**Work item:** Below are the records; copy each line in which "empty" occurs.

Data excerpts:
----------
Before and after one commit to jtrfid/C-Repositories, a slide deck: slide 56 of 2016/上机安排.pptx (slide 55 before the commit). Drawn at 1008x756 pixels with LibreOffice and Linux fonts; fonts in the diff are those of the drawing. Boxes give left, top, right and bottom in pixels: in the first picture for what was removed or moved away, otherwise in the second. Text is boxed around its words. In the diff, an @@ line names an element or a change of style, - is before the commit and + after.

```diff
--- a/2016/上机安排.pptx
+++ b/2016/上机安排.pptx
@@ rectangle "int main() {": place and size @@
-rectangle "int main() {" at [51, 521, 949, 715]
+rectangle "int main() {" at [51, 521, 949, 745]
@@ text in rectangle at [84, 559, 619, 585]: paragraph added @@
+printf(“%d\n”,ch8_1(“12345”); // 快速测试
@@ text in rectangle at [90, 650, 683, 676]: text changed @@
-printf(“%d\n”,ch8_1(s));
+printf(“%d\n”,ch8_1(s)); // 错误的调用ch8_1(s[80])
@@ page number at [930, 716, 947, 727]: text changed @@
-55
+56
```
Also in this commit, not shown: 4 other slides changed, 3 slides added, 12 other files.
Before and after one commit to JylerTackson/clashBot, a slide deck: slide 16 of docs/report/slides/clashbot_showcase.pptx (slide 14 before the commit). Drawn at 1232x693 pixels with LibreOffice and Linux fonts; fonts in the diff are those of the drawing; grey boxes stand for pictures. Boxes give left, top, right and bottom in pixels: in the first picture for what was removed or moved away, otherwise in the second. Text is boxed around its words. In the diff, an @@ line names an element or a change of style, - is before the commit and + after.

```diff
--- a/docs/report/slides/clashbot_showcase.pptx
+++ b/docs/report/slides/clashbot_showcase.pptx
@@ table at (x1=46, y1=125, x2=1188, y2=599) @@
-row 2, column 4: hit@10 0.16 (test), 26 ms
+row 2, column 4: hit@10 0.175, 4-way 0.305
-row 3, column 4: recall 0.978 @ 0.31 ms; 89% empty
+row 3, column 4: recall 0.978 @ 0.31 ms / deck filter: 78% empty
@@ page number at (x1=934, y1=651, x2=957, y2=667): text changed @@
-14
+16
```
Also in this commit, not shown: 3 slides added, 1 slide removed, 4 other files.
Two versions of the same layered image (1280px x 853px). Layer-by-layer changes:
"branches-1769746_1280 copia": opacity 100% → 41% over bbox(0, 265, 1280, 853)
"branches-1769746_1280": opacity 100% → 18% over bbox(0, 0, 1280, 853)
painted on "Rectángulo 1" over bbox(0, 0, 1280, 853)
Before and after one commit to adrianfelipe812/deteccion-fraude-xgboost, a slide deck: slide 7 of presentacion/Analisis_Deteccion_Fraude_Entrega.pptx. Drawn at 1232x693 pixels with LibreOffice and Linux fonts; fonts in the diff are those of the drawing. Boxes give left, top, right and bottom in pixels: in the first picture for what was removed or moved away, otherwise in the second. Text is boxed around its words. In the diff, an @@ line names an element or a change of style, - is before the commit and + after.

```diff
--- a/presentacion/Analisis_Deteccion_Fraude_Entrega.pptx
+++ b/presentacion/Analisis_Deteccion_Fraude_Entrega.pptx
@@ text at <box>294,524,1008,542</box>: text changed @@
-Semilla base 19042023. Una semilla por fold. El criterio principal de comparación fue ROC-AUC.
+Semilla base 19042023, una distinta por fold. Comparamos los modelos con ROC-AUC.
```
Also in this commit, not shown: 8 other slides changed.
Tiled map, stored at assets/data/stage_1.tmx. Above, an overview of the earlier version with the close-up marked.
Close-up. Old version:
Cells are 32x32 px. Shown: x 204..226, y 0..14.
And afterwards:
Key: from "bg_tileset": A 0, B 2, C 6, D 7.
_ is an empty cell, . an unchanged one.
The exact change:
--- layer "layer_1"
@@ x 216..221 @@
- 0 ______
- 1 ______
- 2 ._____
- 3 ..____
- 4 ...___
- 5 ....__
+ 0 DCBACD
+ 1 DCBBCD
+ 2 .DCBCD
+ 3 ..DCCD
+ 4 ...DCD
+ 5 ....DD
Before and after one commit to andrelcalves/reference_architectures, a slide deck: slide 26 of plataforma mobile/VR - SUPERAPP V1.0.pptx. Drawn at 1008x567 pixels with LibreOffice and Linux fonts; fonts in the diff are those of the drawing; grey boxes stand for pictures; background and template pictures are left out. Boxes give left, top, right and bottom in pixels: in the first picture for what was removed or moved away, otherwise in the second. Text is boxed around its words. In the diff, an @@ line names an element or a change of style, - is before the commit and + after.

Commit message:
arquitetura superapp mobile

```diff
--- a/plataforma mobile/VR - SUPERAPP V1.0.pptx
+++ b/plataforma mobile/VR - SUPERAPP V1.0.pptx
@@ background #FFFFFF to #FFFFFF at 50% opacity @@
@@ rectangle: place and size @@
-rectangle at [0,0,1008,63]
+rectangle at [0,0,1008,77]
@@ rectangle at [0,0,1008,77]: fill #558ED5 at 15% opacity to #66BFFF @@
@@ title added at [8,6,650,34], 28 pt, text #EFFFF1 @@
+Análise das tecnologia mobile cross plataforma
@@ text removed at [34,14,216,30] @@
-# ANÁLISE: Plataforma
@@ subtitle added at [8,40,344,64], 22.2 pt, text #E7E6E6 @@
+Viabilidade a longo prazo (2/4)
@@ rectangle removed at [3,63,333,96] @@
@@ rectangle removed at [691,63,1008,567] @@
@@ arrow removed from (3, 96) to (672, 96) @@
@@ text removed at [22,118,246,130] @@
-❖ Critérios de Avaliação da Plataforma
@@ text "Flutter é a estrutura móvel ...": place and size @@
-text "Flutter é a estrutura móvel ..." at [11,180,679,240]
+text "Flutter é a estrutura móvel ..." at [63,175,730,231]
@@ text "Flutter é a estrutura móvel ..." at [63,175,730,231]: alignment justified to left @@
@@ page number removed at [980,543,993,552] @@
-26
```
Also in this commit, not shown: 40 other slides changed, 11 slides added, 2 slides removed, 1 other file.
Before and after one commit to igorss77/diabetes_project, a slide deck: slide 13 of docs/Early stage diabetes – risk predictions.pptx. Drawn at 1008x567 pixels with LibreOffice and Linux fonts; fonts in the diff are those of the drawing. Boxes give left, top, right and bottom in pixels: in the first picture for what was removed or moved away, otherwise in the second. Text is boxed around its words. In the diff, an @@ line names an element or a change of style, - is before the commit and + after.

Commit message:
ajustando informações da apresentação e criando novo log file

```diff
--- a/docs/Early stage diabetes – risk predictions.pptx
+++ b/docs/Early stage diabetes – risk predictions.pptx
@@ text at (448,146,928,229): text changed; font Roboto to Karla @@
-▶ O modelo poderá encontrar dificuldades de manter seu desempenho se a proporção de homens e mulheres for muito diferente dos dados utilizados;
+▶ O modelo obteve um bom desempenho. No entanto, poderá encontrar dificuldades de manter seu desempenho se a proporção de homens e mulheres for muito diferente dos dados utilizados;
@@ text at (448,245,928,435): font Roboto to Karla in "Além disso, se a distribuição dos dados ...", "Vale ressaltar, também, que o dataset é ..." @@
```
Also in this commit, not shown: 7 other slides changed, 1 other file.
----------
**Exercise result:**
-row 3, column 4: recall 0.978 @ 0.31 ms; 89% empty
+row 3, column 4: recall 0.978 @ 0.31 ms / deck filter: 78% empty
_ is an empty cell, . an unchanged one.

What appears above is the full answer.